Let's start with definitions: An $(X,G)$-structure on a (connected) manifold $M$ is an atlas with values in $X$ and transition maps in the group $G$. Hence, for every two overlapping charts $U_i\cap U_j\ne \emptyset$, we get an element $g_{ij}\in G$. One verifies that the map $(U_i, U_j)\mapsto g_{ij}$ satisfies the cocycle condition $$ g_{ij} g_{jk} g_{ki}=1\in G $$ whenever the triple intersection is nonempty: $U_i\cap U_j\cap U_k\ne \emptyset$.

On the other hand, defining a bundle $E\to M$ with structure group $G$ amounts to prescribing a (continuous) cocycle $$ \xi_{ij}: U_i\cap U_j\to G. $$ (The cocycle equation is exactly the same as above.) The map $\xi_{ij}$ sends $z\in U_i\cap U_j$ to some $g_{ij}(z)\in G$ depending continuously on $z$. Saying that this bundle is flat amounts to saying that the cocycle is continuous even if we consider the structure group $G^\delta$, the group $G$ equipped with discrete topology. In other words, the map $\xi_{ij}$ is locally constant in this case. By choosing a suitable refinement of the coordinate cover, we can assume that the cocycle $\xi$ is constant on $U_i\cap U_j$ and, hence, (for each $i, j$) is determined by a single element $g_{ij}\in G$.

Now, it is a basic fact that every "constant" (on intersections) cocycle $\xi$ defines a representation $\rho: \pi_1(M)\to G$, called the monodromy representation of the corresponding flat bundle $E\to M$. This is explained for instance in Steenrod's (classical) book "Topology of fiber bundles". (If I remember it correctly, Steenrod calls this representation a "characteristic class" of the flat bundle.)

Steenrod considers bundles with arbitrary base and fiber (they are only required to be topological spaces). Suppose, however, that $E\to M$ is a vector bundle with the structure group $G$ acting linearly on fiber $V$. Then every flat connectio $\nabla$ on $E$ defines a natural local trivialization of $E$ with respect to which the connection is trivial. Equivalently, the horizontal foliation of the connection is the constant foliation on $U_i\times V$, $U_i\subset M$, with leaves of the form $$ U_i\times v, v\in V. $$
Then the corresponding cocycle $\xi_{ij}$ is locally constant. Lastly, one checks that Steenrod's construction of monodoromy in this setting amounts to the same thing as the "parallel transport along fibers" that you see in holonomy of (flat) connection.

One further compares Steenrod's construction with the one which assigns monodromy representation to an $(X,G)$-structure and realizes that the latter depends only on the cocycle $\xi$ and is identical to the one defined by Steenrod.

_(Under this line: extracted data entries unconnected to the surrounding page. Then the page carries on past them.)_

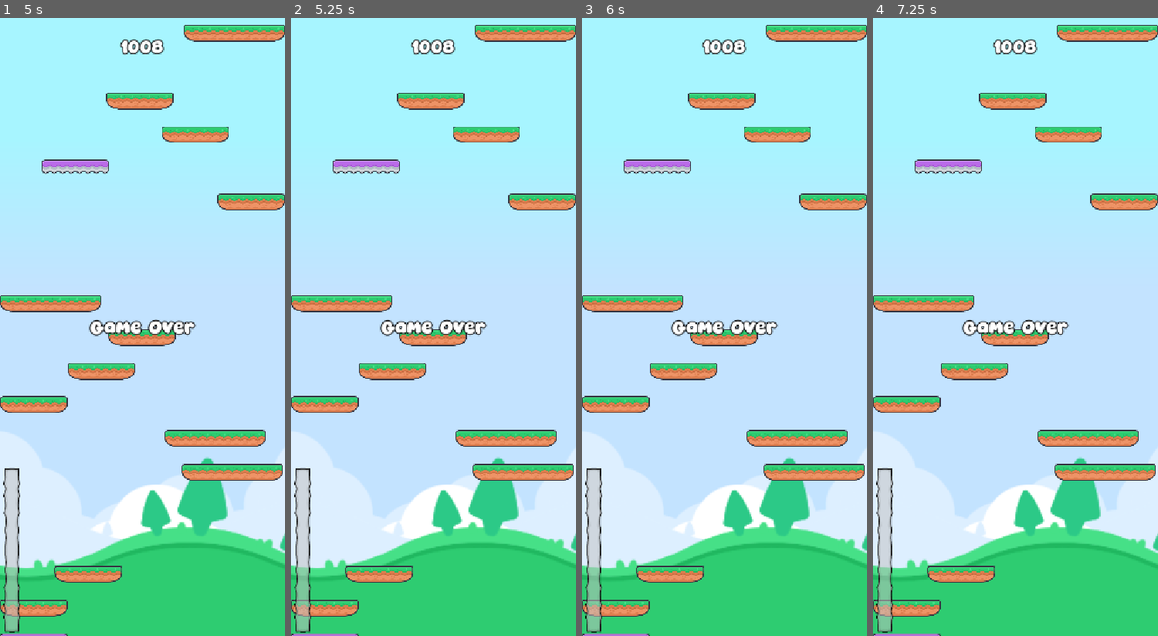
Above: before the commit, frames 1-4 (left to right).
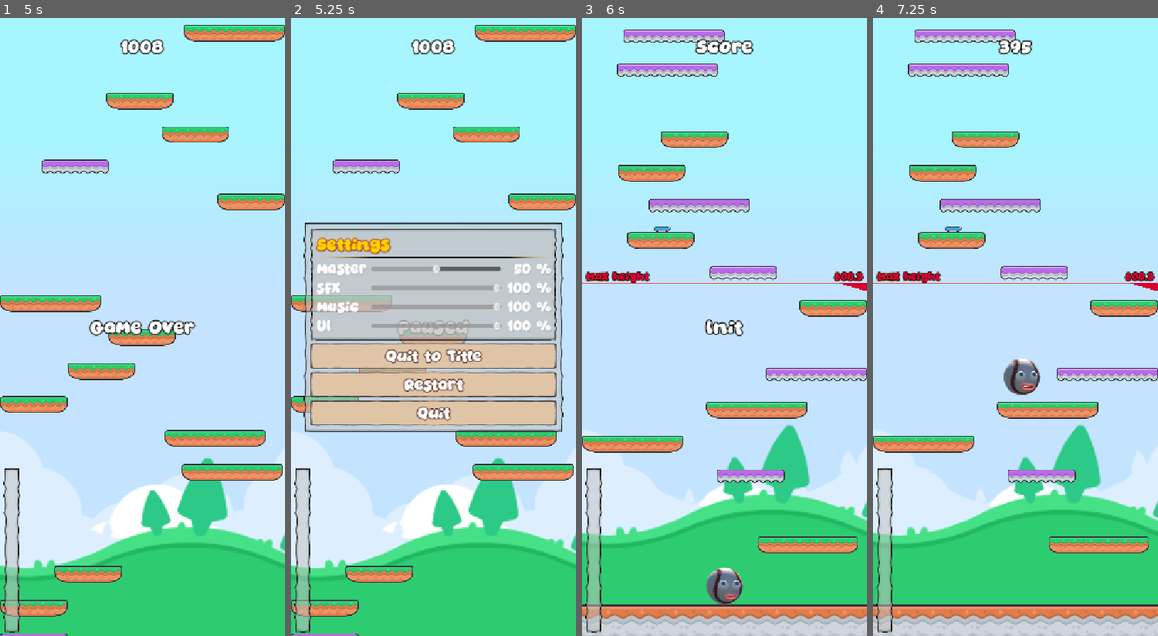
Above: after the commit, the same moments.

Repository: iRadEntertainment/incrediddodlejump
Game: Godot game, scene res://scenes/main.tscn
The game is run twice, just before and just after one commit, with the same random seed, the same clock (stepped at 60 frames per second) and the same inputs. Sound files missing from this copy of the repository are replaced by a short silence.
Inputs (mouse positions are in pixels of both pictures, inside the frame that each line leads up to):
- Up to frame 1 (5 s): click "Start" at 0.5 s; tap Enter at 1.25 s; move the mouse to (205, 296) at 1.27 s; press the mouse at (205, 296) at 1.28 s; move the mouse to (85, 357) at 2.02 s; release the mouse at (85, 357) at 2.03 s; click (85, 357) at 2.1 s; move the mouse to (171, 191) at 2.77 s; press the mouse at (171, 191) at 2.78 s; move the mouse to (128, 450) at 3.52 s; release the mouse at (128, 450) at 3.53 s; click (128, 450) at 3.6 s; move the mouse to (228, 419) at 4.27 s; press the mouse at (228, 419) at 4.28 s
- Up to frame 2 (5.25 s): move the mouse to (348, 234) at 5.02 s; release the mouse at (348, 234) at 5.03 s; click (348, 234) at 5.1 s
- Up to frame 3 (6 s): click (724, 382) at 5.75 s, where only the run after the commit has a clickable "Restart"
- Up to frame 4 (7.25 s): tap Space at 6.5 s; move the mouse to (1029, 327) at 6.52 s; press the mouse at (1029, 327) at 6.53 s

Frame 1 is identical in both runs. In frame 2, 31% of the frame differs, in the area x 4-96%, y 33-67%; in frame 3, 30%; in frame 4, 30%.

Commit message:
feat: game doesn't pause anymore on game over

Diff:
--- a/instances/platform.gd
+++ b/instances/platform.gd
@@ -122,11 +122,15 @@
 
 
 func _process(_delta: float) -> void:
+	if Mng.state != Mng.State.RUNNING:
+		return
 	if Mng.cam.bottom_height > _despawn_height:
 		queue_free()
 
 
 func _physics_process(delta: float) -> void:
+	if Mng.state != Mng.State.RUNNING:
+		return
 	velocity.x = _speed * _dir_x
 	position += velocity * delta
 
--- a/instances/player.gd
+++ b/instances/player.gd
@@ -22,6 +22,9 @@
 var velocity: Vector2
 var size_x: float
 var is_dead: bool
+var _can_input: bool:
+	get:
+		return Mng.state == Mng.State.RUNNING and not is_dead
 
 
 
@@ -37,6 +40,7 @@
 
 
 func _input(event: InputEvent) -> void:
+	if not _can_input: return
 	if event.is_action_pressed(&"shoot") and not is_dead:
 		_shoot()
 
@@ -60,12 +64,12 @@
 	velocity.y += g * delta
 
 	var x_input: float = 0.0
-	if not is_dead:
+	if _can_input:
 		x_input = get_local_mouse_position().x
 
 	velocity.x = lerpf(velocity.x, x_input, delta * side_movement_responsivness)
 
-	if velocity.y > 0 and ray_floor.is_colliding() and not is_dead:
+	if velocity.y > 0 and ray_floor.is_colliding() and _can_input:
 		var collider: StaticBody2D = ray_floor.get_collider()
 		if collider is Spring:
 			collider.activate()
--- a/scenes/game.gd
+++ b/scenes/game.gd
@@ -84,6 +84,9 @@
 
 
 func _process(_delta: float) -> void:
+	if Mng.state == Mng.State.GAME_OVER:
+		set_process(false)
+		return
 	bottom_deadzone_height = Mng.cam.bottom_height - grace_deadzone_height
 	current_height = -Mng.player.position.y
 
--- a/scripts/mng.gd
+++ b/scripts/mng.gd
@@ -77,6 +77,11 @@
 	height_previous_run = user_file.get_value("Stats", "height_previous_run", 0.0)
 
 	print("Mng: user file loaded.")
+	print("game_seed", game_seed)
+	print("score_personal_best", score_personal_best)
+	print("score_previous_run", score_previous_run)
+	print("height_personal_best", height_personal_best)
+	print("height_previous_run", height_previous_run)
 
 
 func save_user_file() -> void:
@@ -101,6 +106,9 @@
 
 
 func go_to_title() -> void:
+	if game:
+		if state != State.GAME_OVER:
+			state = State.GAME_OVER
 	get_tree().change_scene_to_file("res://scenes/main.tscn")
 
 
@@ -113,12 +121,14 @@
 		randomize()
 		rng.seed = randi()
 
-	get_tree().paused = false
 	state = State.INIT
 	get_tree().change_scene_to_file("res://scenes/game.tscn")
 
 
 func restart() -> void:
+	if game:
+		if state != State.GAME_OVER:
+			state = State.GAME_OVER
 	save_user_file()
 	rng.seed = hash(game_seed)
 	state = State.INIT
@@ -127,6 +137,9 @@
 
 
 func quit() -> void:
+	if game:
+		if state != State.GAME_OVER:
+			state = State.GAME_OVER
 	save_user_file()
 	if not OS.has_feature("web"):
 		get_tree().quit()
@@ -139,14 +152,17 @@
 	state = new_state
 	set_process(state == State.RUNNING)
 
-	get_tree().paused = not state in [State.RUNNING, State.INIT]
-	match state:
-		State.INIT: pass
-		State.RUNNING: Aud.play_go()
+	match new_state:
+		State.INIT:
+			if is_instance_valid(game):
+				score_previous_run = game.score
+				height_previous_run = game.max_height
+		State.RUNNING:
+			Aud.play_go()
 		State.GAME_OVER:
-			is_new_score_pb = score_personal_best < Mng.game.score
-			score_personal_best = max(score_personal_best, Mng.game.score)
-			height_personal_best = max(height_personal_best, Mng.game.max_height)
+			is_new_score_pb = score_personal_best < game.score
+			score_personal_best = max(score_personal_best, game.score)
+			height_personal_best = max(height_personal_best, game.max_height)
 			save_user_file()
 
 	state_updated.emit(state)
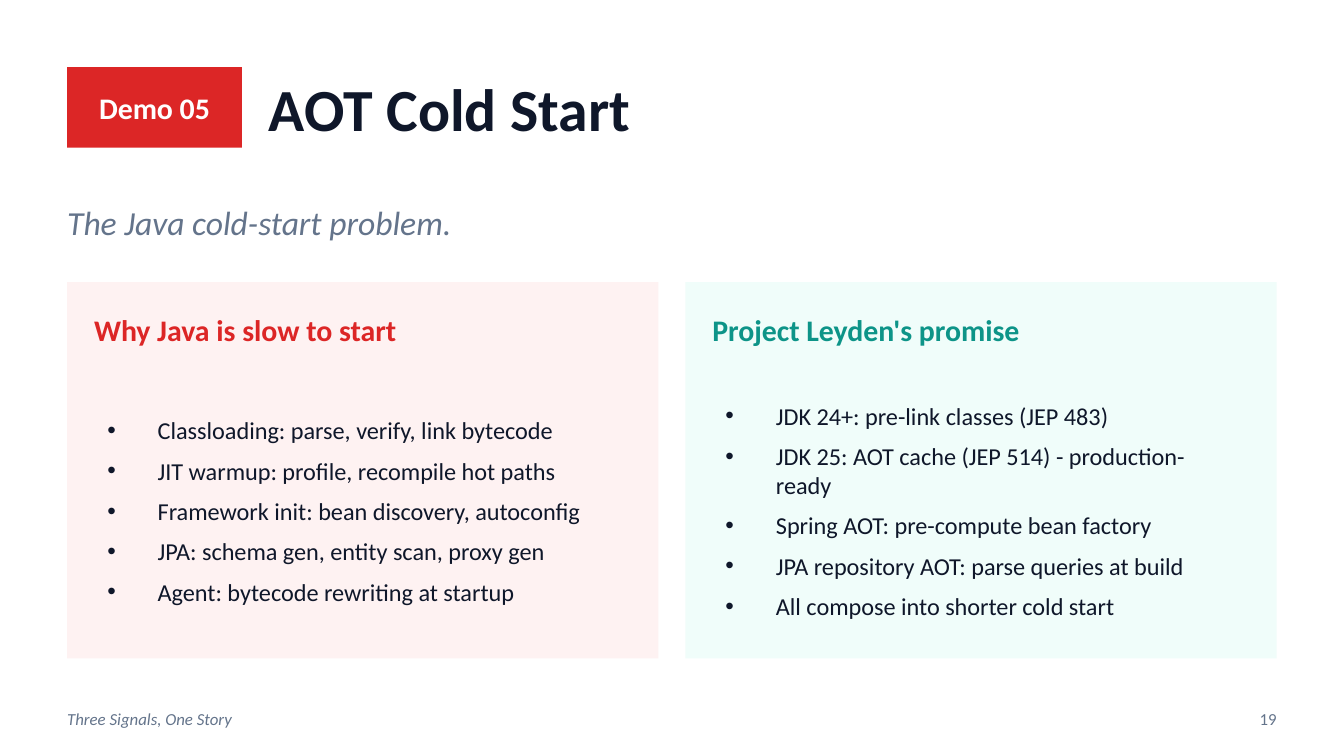
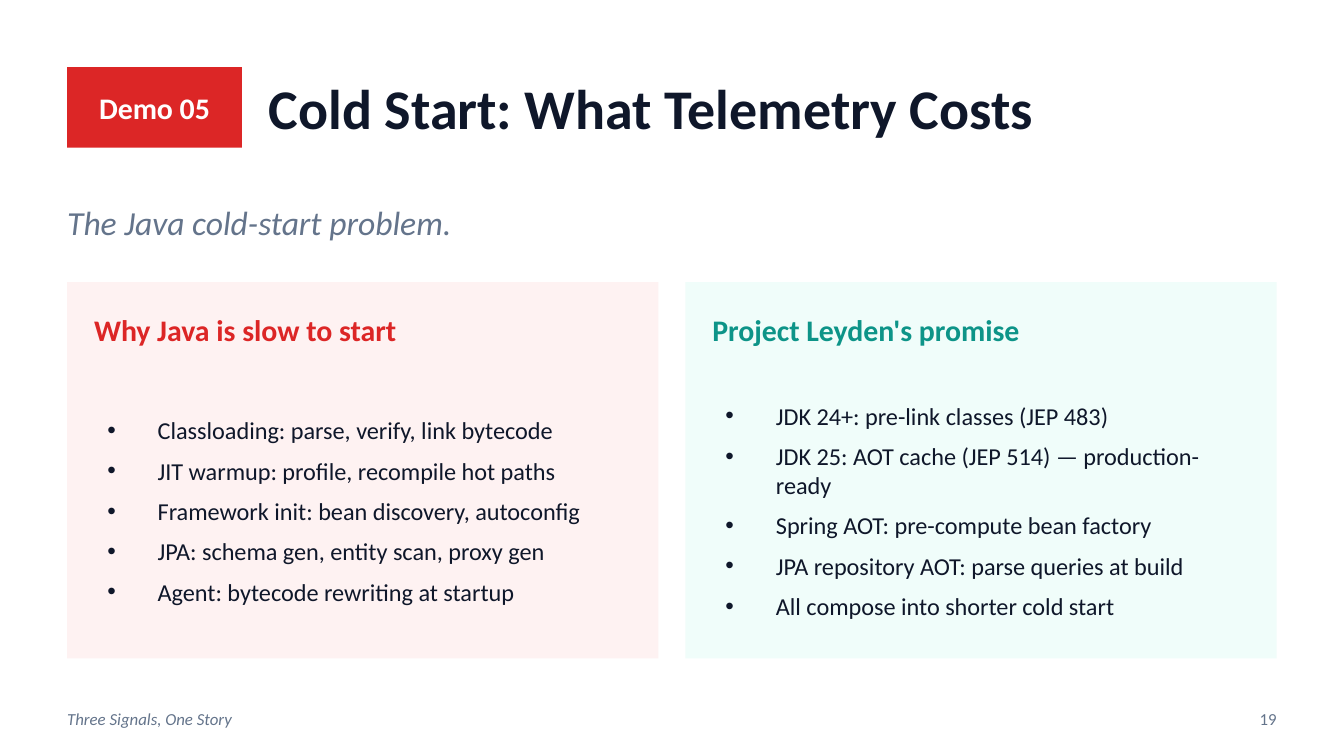
Before and after one commit to patterncatalyst/otel-observability-demos, a slide deck: slide 19 of presentation/three-signals-one-story.pptx. Drawn at 1344x756 pixels with LibreOffice and Linux fonts; fonts in the diff are those of the drawing. Boxes give left, top, right and bottom in pixels: in the first picture for what was removed or moved away, otherwise in the second. Text is boxed around its words. In the diff, an @@ line names an element or a change of style, - is before the commit and + after.

```diff
--- a/presentation/three-signals-one-story.pptx
+++ b/presentation/three-signals-one-story.pptx
@@ text at bbox=[269, 89, 1033, 138]: text changed; size 32 to 30 pt @@
-AOT Cold Start
+Cold Start: What Telemetry Costs
@@ text at bbox=[776, 447, 1199, 498]: text changed @@
-• JDK 25: AOT cache (JEP 514) - production-ready
+• JDK 25: AOT cache (JEP 514) — production-ready
```
Also in this commit, not shown: 8 other slides changed, 1 slide added.

In other words, all three monodromies (Steenrod's, the one given by the flat connection and the one given by an $(X,G)$-structure) are the same, once one forgets the $(X,G)$-structure (and flat connection) and remembers only the locally constant cocycle.

Of course, an $(X,G)$-structure is much more than just the cocycle, but that's another story. (Such structure amounts to choosing a flat $X$-bundle over $M$ with the structure group $G$, together with a section of this bundle which is transverse to the leaves of the horizontal foliation defined by the flat connection.)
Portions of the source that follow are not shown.